# To install or not to install?



## myo (Dec 2, 2002)

A local sander dealer has the new Airflo Stainless Steel Sanders. I am planning on purchasing one in the next couple weeks. 

My question is should I pay $400 to have them install the sander or save the money and do it myself? I have never installed a sander before so is it something managable or is it worth having them install it?


----------



## JCurtis (May 14, 2001)

Mike is that a Vbox?


If so, I would have your bed Rhino Lined first ( if you haven't had it done already.

I would suggest that you have them install it if you have never done one before. the hardest part in my opinion is running the control wires.


----------



## myo (Dec 2, 2002)

Yeah its a v box... already have a bedliner. So its not easy then, uh? Thanks


----------



## cat320 (Aug 25, 2000)

It could not be that hard .I would want to see the wireing harness to decide but if it's a gas model it will be more like and ignition from the motor and the throttle cable.


----------



## jt5019 (Aug 28, 2003)

How much do the air flo spreaders go for? There is a dealer near my house that has a whole stack of them they look pretty nice.


----------



## jbutch83 (Sep 30, 2002)

If you have the plastic bed liner, get rid of it, and get the spray in. Took a friends liner out last year, you would not believe the stuff that was underneath of it. As for the install, when we did mine plow last year, and my friend that helped me had installed plows before, was a nightmare. I will gladly pay for the install from now one, let it be someone else's headache.

John


----------



## Crash935 (Sep 3, 2003)

Trust me guys, unless you install these type of things all the time or have nothing to do for a weekend let us guys who do it all day long save you a weekend and maybe a headache.


----------



## CT18fireman (Nov 30, 2000)

$400 seems like a lot for something that I can do in less then an hour. I would think $100 at the most for installing a V-box and wiring. Unless something special has to be done.


----------



## Pelican (Nov 16, 2001)

The local dealer here gets $200 for the installation. I transferred mine from one truck to the new one in about 2 hours time, there really isn't much to it. If you can do simple wiring, it's a piece of cake!


----------



## cat320 (Aug 25, 2000)

Pelican that's what I thought I wired my tailgate unit.Just some advise on where to put the plug have it near the cab of the truck so the salt does not get into the connection.


----------



## Pelican (Nov 16, 2001)

If you've got a sliding rear window, I'd make the plug connection inside the cab, salt tears these things up. I was lucky if I got a season from one.


----------



## myo (Dec 2, 2002)

The Vbox's go for $2850 which I think is a decent price for a brand new sander not to mention stainless steel. I was going to buy a used one but I figured spend a little more money and get one that is reliable(brand new) and that will last for a long, long time.

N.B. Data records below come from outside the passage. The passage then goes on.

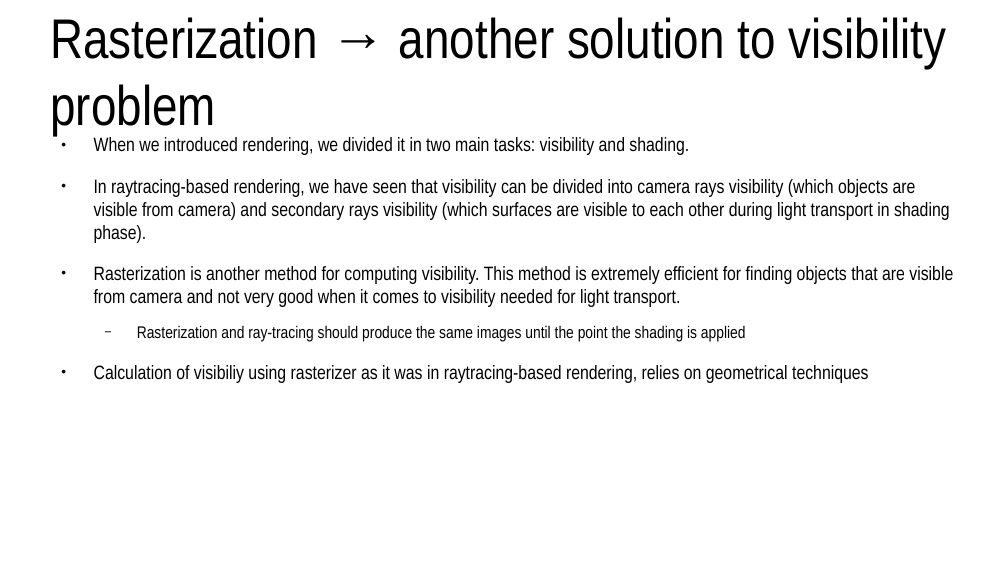
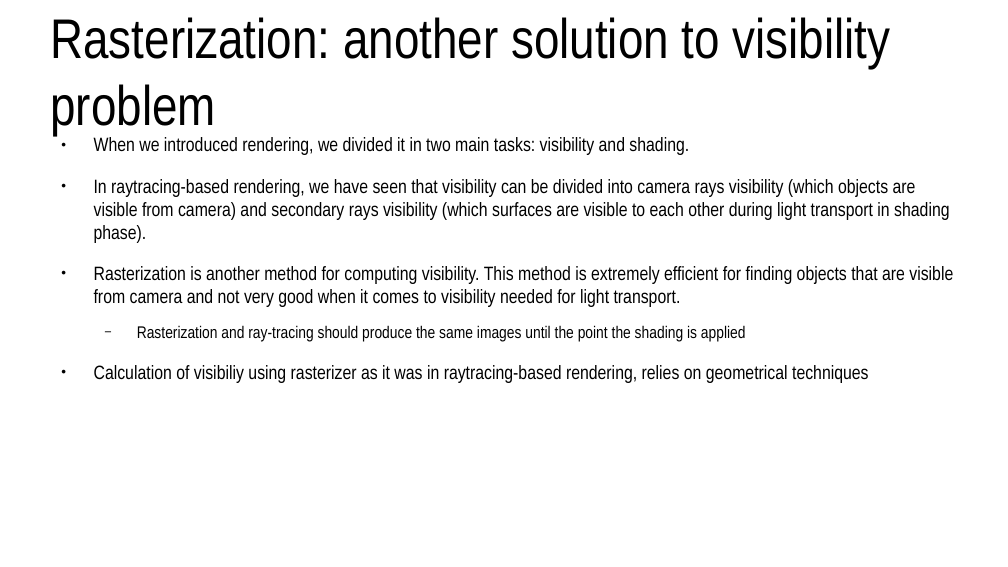
Before and after one commit to lorentzo/IntroductionToComputerGraphics, a slide deck: slide 4 of lectures/4_foundations_rendering/4_3_rasterization.odp (slide 3 before the commit). Drawn at 1008x567 pixels with LibreOffice and Linux fonts; fonts in the diff are those of the drawing. Boxes give left, top, right and bottom in pixels: in the first picture for what was removed or moved away, otherwise in the second. Text is boxed around its words. In the diff, an @@ line names an element or a change of style, - is before the commit and + after.

Commit message:
intro, overview, rasterization, images

```diff
--- a/lectures/4_foundations_rendering/4_3_rasterization.odp
+++ b/lectures/4_foundations_rendering/4_3_rasterization.odp
@@ title at [50, 17, 891, 135]: text changed @@
-Rasterization → another solution to visibility problem
+Rasterization: another solution to visibility problem
```
Also in this commit, not shown: 1 other slide changed, 10 slides added, 1 slide removed, 7 other files.

What is wrong with having a plastic bedliner?


----------



## Pelican (Nov 16, 2001)

The plastic bedliners tend to rub paint off at one point or another, and no matter how careful you are, either salt or salt brine will work its way underneath the liner. adding these two concerns together yields serious rust damage that you cannot see occurring.


----------



## cat320 (Aug 25, 2000)

$2,850 for a stainless steel sander .That seams preaty good I looked at a flink one with the honda engine and they where asking allot more than that before i got my tailgate unit.Pelicans right that is why i did not put a slide in one in my bed I would of had to go get it rino lined.


----------



## XPECTATIONS (Oct 15, 2003)

*v box price*

Not to change the subject, but I want to here more about the $2800.00 v box. 
who what when were and why don't I have 2

please email me with details, they are 3500 to $4000.00 in my region."will travel to pick up"


----------



## WOOFSPLOW (Sep 17, 2003)

Maybe he is making his money on the installs?


----------



## JCurtis (May 14, 2001)

Yeah Mike, $2,800 does sound a bit low compared to what I know the pricing around here is. What guage Stainless are they using? and heck for $2,800 I may run up there and buy a couple myself.

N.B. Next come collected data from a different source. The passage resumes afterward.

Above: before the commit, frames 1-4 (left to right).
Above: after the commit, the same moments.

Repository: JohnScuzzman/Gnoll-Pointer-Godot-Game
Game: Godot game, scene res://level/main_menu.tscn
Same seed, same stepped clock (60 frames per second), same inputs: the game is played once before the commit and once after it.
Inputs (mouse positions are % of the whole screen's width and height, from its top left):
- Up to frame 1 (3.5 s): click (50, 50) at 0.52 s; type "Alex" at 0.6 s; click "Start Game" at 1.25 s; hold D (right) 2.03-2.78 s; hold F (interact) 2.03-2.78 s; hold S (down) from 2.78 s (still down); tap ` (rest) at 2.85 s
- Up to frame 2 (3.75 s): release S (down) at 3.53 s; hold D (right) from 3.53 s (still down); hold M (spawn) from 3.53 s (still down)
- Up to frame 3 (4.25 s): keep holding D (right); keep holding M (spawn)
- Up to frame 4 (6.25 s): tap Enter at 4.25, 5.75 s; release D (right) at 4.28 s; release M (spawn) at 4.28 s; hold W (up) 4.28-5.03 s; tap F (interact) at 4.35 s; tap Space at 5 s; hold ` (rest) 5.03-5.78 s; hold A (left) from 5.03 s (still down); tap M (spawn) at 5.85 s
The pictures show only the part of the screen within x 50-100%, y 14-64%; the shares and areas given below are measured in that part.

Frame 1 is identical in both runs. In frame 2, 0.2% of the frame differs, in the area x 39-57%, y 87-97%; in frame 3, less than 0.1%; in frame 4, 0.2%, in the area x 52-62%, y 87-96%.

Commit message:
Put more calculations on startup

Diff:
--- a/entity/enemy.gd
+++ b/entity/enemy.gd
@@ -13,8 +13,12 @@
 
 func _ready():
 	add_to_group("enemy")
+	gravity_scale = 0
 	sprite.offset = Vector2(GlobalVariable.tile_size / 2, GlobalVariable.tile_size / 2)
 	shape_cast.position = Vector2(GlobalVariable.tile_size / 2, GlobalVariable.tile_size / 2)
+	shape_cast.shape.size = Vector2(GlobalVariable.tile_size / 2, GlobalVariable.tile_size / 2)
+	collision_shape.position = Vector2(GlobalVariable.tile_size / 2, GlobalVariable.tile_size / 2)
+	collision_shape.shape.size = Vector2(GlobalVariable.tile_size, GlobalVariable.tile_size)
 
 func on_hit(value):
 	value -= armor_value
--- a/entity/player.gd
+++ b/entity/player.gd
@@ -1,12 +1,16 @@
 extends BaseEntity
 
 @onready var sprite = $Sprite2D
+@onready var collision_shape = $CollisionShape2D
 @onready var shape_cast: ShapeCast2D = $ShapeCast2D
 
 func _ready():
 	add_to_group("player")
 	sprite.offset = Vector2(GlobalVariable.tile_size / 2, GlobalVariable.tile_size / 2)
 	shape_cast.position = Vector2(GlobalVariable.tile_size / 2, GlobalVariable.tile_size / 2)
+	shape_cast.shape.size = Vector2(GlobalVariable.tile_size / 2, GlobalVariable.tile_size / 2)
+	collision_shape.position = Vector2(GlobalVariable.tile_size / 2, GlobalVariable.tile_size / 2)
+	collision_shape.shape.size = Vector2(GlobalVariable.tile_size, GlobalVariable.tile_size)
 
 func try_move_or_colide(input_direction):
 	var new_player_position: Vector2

I would get rid of the plastic bedliner, see the nearest Rhino lining dealer and get a price. My guess for a 8' bed ( black ) underrail spray job should be around $600

I just got a price of $525 for an over the rail on my 6.5 ' bed

but I am thinking of putting a Powermaster 200 amp alternator in since I'm gonna be installing lights and I don't want that Fisher X blade bogging down and draining the battery.

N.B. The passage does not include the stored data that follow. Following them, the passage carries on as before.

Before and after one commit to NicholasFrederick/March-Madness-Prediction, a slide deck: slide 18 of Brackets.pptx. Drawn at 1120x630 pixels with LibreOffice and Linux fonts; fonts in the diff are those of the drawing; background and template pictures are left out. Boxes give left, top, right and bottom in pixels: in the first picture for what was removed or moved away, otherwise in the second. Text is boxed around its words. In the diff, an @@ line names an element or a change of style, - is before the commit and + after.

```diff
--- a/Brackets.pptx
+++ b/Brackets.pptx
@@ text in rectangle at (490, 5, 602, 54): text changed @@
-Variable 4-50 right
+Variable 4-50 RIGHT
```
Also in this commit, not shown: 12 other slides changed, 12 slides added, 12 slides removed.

As far as the install, they are going to have to set it in your truck bed anyway, then they have to secure it ( I would set it on 2x6 boards to allow drainage under the spreader unit,)

then as far as the wiring goes (not knowing how capable you are with wiring was the only reason I suggested paying them to do the install and wiring) its up to you. $400 does sound a bit high, but if something goes wrong in the wiring and damages something , they are the ones who did it not you!


----------



## CPSS (Mar 15, 2002)

We are awaiting our new Stainless Steel spreader from Tarrant Mfg ( thanks Pelican for the referral ) They wanted an additional $500 to install in on our F-600 flatbed. I checked out the necessary wiring, seems pretty simple. 2 Wiring harnesses with disconnects to the cab. A small control panel, power and ground in the cab. By the way, our unit is 11' long, 6' wide and 4' high. Its powered by an 11 HP Honda engine. Should hold something like 5CY. Thats 15,000 lbs of salt/sand mix. I'll post pictures as soon as we get it.


----------



## BIGWIV (Oct 2, 2003)

CPSS,

What brand spreader ? is it stainless ? How much money?

That sounds like the type and size I'm looking for. Thanks!:waving:


----------



## CPSS (Mar 15, 2002)

Its a TARCO spreader. Custom made right there at the plant in Saratoga Springs, NY. Total price including tax $6027.45


----------



## SnowGodFather (Aug 1, 2001)

Easy to do, plan about 5 hours for the first time.

I have put in several Westerns and running the wires is the easiest part.

Putting the spreader chute on and hooking the control wires in the controller box and to the batt and engire is much harder than running them in the truck.


----------



## bamaa (Jan 23, 2004)

Guys, 
I have purchase a 9' 3yd s/s Sno-way Vbox sander.10 hp He's charging $300 to install it in a 1ton ford, mason dump body.I Have welded anchors in front of dump body for sander. has anybody done one of these. Seems to me $300 is high to install. I don't know, never done one before. Thanks any help would be great. Bill


----------



## Michael M (Nov 24, 2006)

*X-blade*

Where did you get your plow? We have the same truck and I had 5 MA shops tell me they wouldn't put a blade on my truck.They told me with the weight of the motor and the plow together would go over the G V W for the front axle. I finally found a shop in fitchburg that would install it.



myo said:


> The Vbox's go for $2850 which I think is a decent price for a brand new sander not to mention stainless steel. I was going to buy a used one but I figured spend a little more money and get one that is reliable(brand new) and that will last for a long, long time.
> 
> What is wrong with having a plastic bedliner?


----------